FTR, I'm no longer driving the project. My colleague @mshinwell took over. I'll let him and/or @NathanReb comment, but what I heard from them about the JIT was positive :)

ghost avatar Mar 30 '21 09:03 ghost

A quick update on the JIT for the native toplevel:

We have a working prototype, implemented as a library outside of the compiler. It requires a couple simple hooks to be added to Opttoploop (soon to be the unified Toploop) and to expose some of the existing types and functions defined there but it is all fairly minimal. Except for LexiFi x86 binary emitter it's about 1 -1.5k lines of code at the moment.

The library provides a Jit.init_top : unit -> unit that uses the above mentioned hooks to set up the JIT in the native toplevel. You can then use Opttoploop or Opttopmain as you normally would and will benefit from the JIT instead of using the external assembler and linker + dynlink.

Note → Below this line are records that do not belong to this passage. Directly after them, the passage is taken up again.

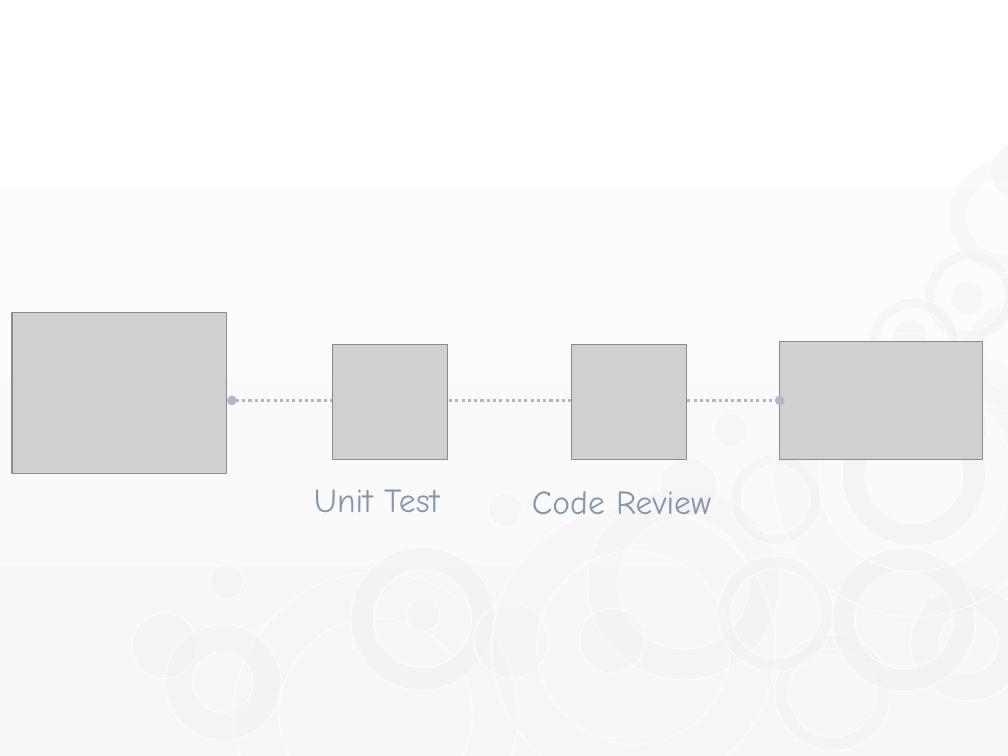
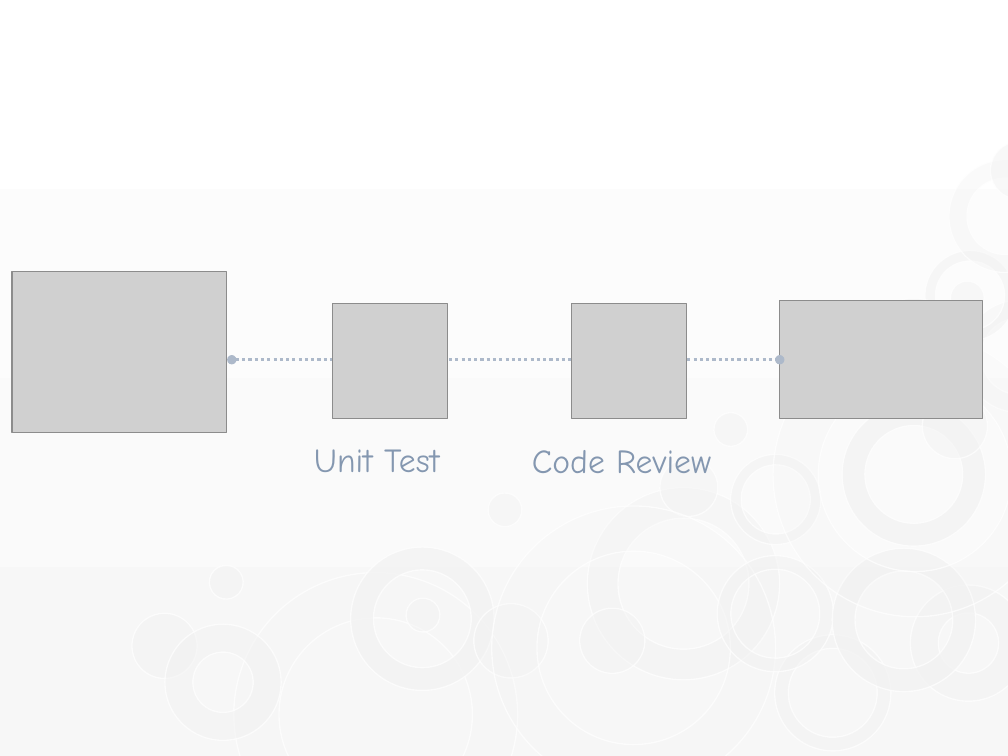
Before and after one commit to watermoonlx/code-review-unit-test, a slide deck: slide 2 of Code Review & Unit Test.pptx. Drawn at 1008x756 pixels with LibreOffice and Linux fonts; fonts in the diff are those of the drawing; grey boxes stand for pictures. Boxes give left, top, right and bottom in pixels: in the first picture for what was removed or moved away, otherwise in the second. Text is boxed around its words. In the diff, an @@ line names an element or a change of style, - is before the commit and + after.

```diff
--- a/Code Review & Unit Test.pptx
+++ b/Code Review & Unit Test.pptx
@@ ellipse removed at <box>890,316,930,357</box> @@
@@ 4 pictures, 2 texts, 1 double arrow: place and size @@
-4 pictures, 2 texts, 1 double arrow at <box>12,312,983,514</box>
+4 pictures, 2 texts, 1 double arrow at <box>12,272,983,473</box>
```
Also in this commit, not shown: 1 other slide changed, 2 slides added, 1 slide removed, 4 other files.

We're now working on a branch of MDX using the JIT so we can test it on real world use cases such as RealWorldOcaml or on JaneStreet's internal code base, making sure it works as intended and that the performance gain is what we expect.

If that goes well, we'll move on and start upstreaming the changes we need in the native toplevel, hopefully making the JIT available for OCaml 4.13!

NathanReb avatar Mar 31 '21 09:03 NathanReb

Thanks for the change! I still think this is a very nice project and I'm glad to get the update.

In the interest of starting the bikeshedding early: I'm not sure about the "Jit" name because (1) today people associate JITs with dynamic-recompiling implementations, and not just on-demand code emission, so it comes with a lot of assumptions/associations that are not realized here, and (2) the previous toplevel was already "just in time" in the same sense as your prototype, the main difference is whether you go through external tools or emit binary (encoded assembly) directly. I don't think we should debate this right now, but maybe in the next few weeks/months you may have ideas for alternate names.

gasche avatar Mar 31 '21 09:03 gasche

If that goes well, we'll move on and start upstreaming the changes we need in the native toplevel, hopefully making the JIT available for OCaml 4.13!

Does this mean native toplevel will be as usable as the bytecode one?

bikallem avatar Apr 28 '21 09:04 bikallem

@NathanReb is code unload part of the current JIT implementation?

EduardoRFS avatar Apr 28 '21 15:04 EduardoRFS

It won't be, although I've had some thoughts as to how to do it.

mshinwell avatar Apr 28 '21 15:04 mshinwell

@mshinwell if you have time, please share, I'm interested on it for Tezos and I got an example working but only if the code has no data reference(I can ensure it by validating the cmm)

https://github.com/EduardoRFS/ocaml-jit-example

EduardoRFS avatar Apr 28 '21 15:04 EduardoRFS

I haven't thought about this for literally years, so my memory is hazy. However the general idea was the following.

The most difficult problem is probably that, before unloading, you need to make sure there aren't any left-over code pointers into the dynamically-loaded/generated code. I think the problematic places these could occur are on the stack, in live physical registers or in the OCaml heap.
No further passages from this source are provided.